Cheminformatics methods for novel nanopore analysis of HIV DNA termini

Abstract

Background: Channel current feature extraction methods, using Hidden Markov Models (HMMs) have been designed for tracking individual-molecule conformational changes. This information is derived from observation of changes in ionic channel current blockade "signal" upon that molecule's interaction with (and occlusion of) a single nanometer-scale channel in a "nanopore detector". In effect, a nanopore detector transduces single molecule events into channel current blockades. HMM analysis tools described are used to help systematically explore DNA dinucleotide flexibility, with particular focus on HIV's highly conserved (and highly flexible/reactive) viral DNA termini.
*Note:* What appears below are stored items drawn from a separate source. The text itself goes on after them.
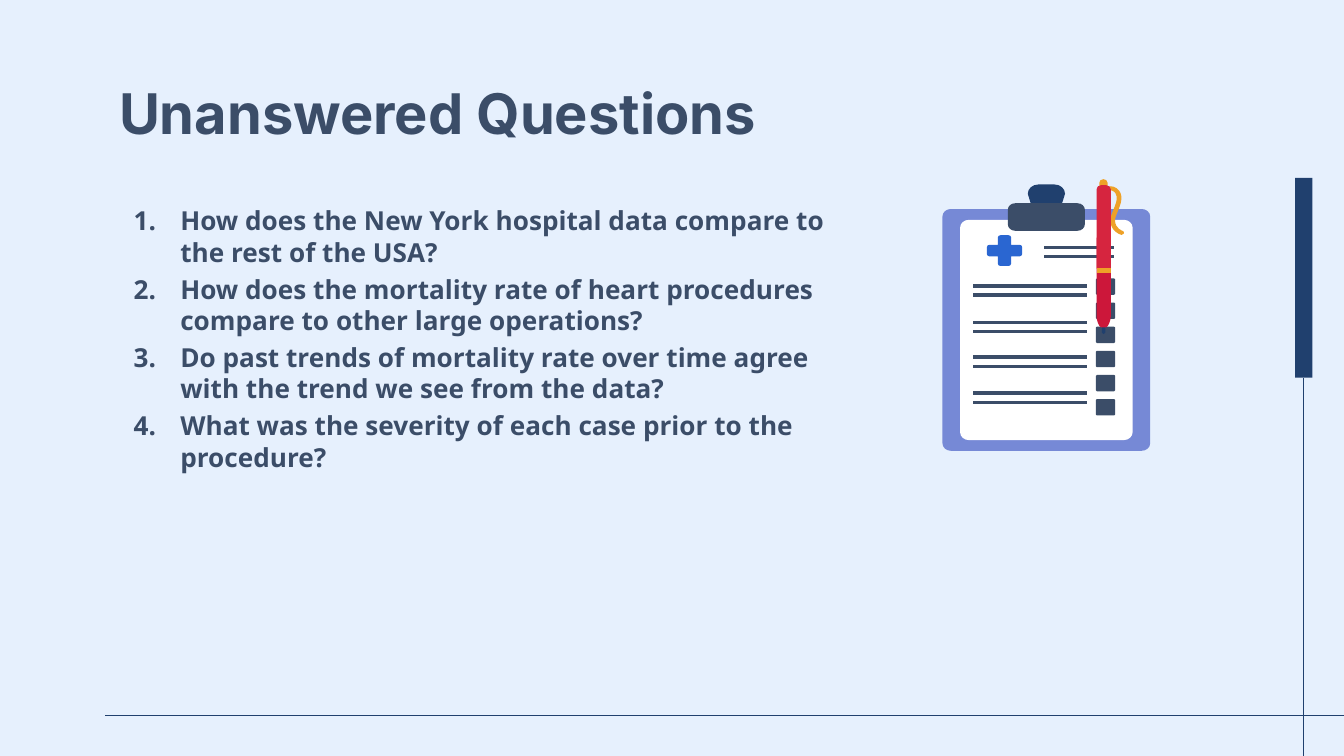
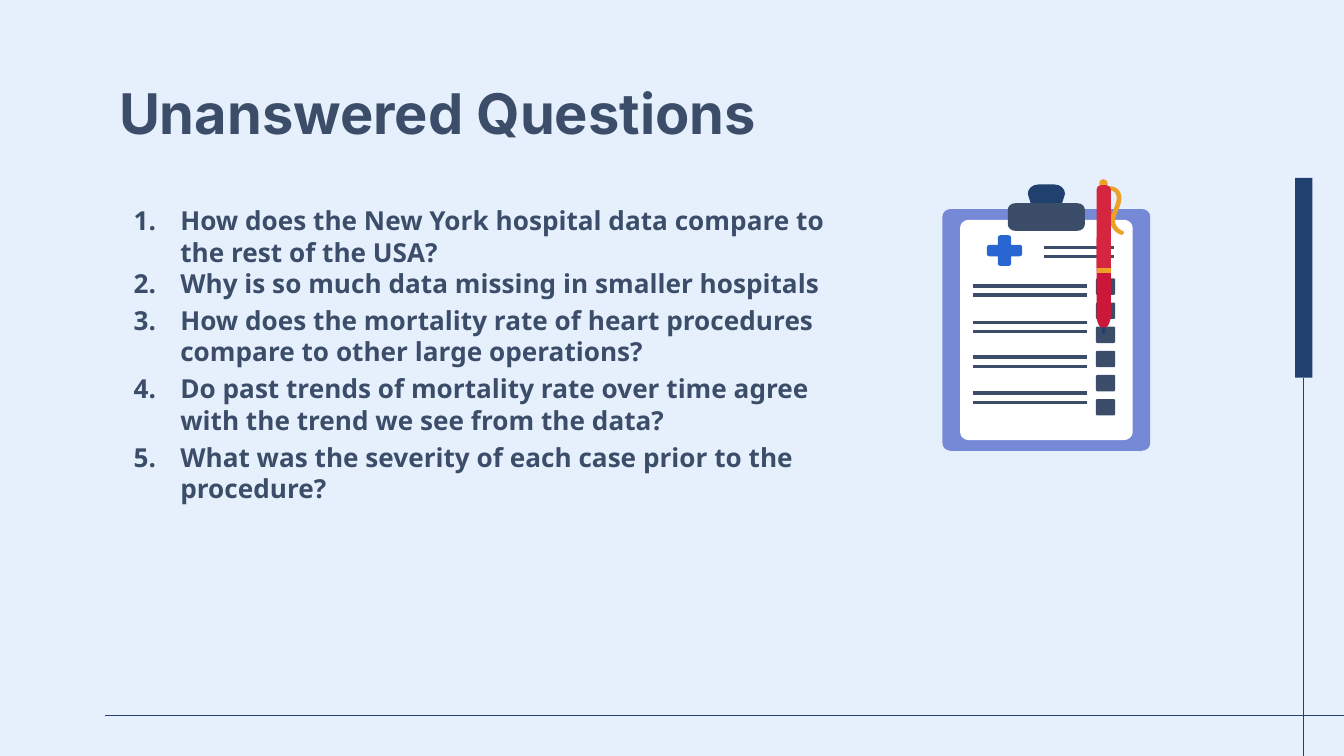
Before and after one commit to JacobYoutsey/BIS15W2025_group1, a slide deck: slide 7 of presentation/Bis015L Group 1 Project final.pptx (slide 6 before the commit). Drawn at 1344x756 pixels with LibreOffice and Linux fonts; fonts in the diff are those of the drawing. Boxes give left, top, right and bottom in pixels: in the first picture for what was removed or moved away, otherwise in the second. Text is boxed around its words. In the diff, an @@ line names an element or a change of style, - is before the commit and + after.

```diff
--- a/presentation/Bis015L Group 1 Project final.pptx
+++ b/presentation/Bis015L Group 1 Project final.pptx
@@ subtitle at bbox=[180, 273, 819, 300]: paragraph added @@
+2. Why is so much data missing in smaller hospitals
```
Also in this commit, not shown: 1 slide added.

One of the most critical stages in HIV's attack is the binding between viral DNA and the retroviral integrase, which is influenced by the dynamic-coupling induced high flexibility of a CA/TG dinucleotide positioned precisely two base-pairs from the blunt terminus of the duplex viral DNA. This suggests the study of a family of such CA/TG dinucleotide molecules via nanopore measurement and cheminformatics analysis. Results: HMMs are used for level identification on the current blockades, HMM/EM with boosted variance emissions are used for level projection pre-processing, and time-domain FSAs are used to parse the level-projected waveform for kinetic information. The observed state kinetics of the DNA hairpins containing the CA/TG dinucleotide provides clear evidence for HIV's selection of a peculiarly flexible/interactive DNA terminus. © 2006 Winters-Hilt et al; licensee BioMed Central Ltd.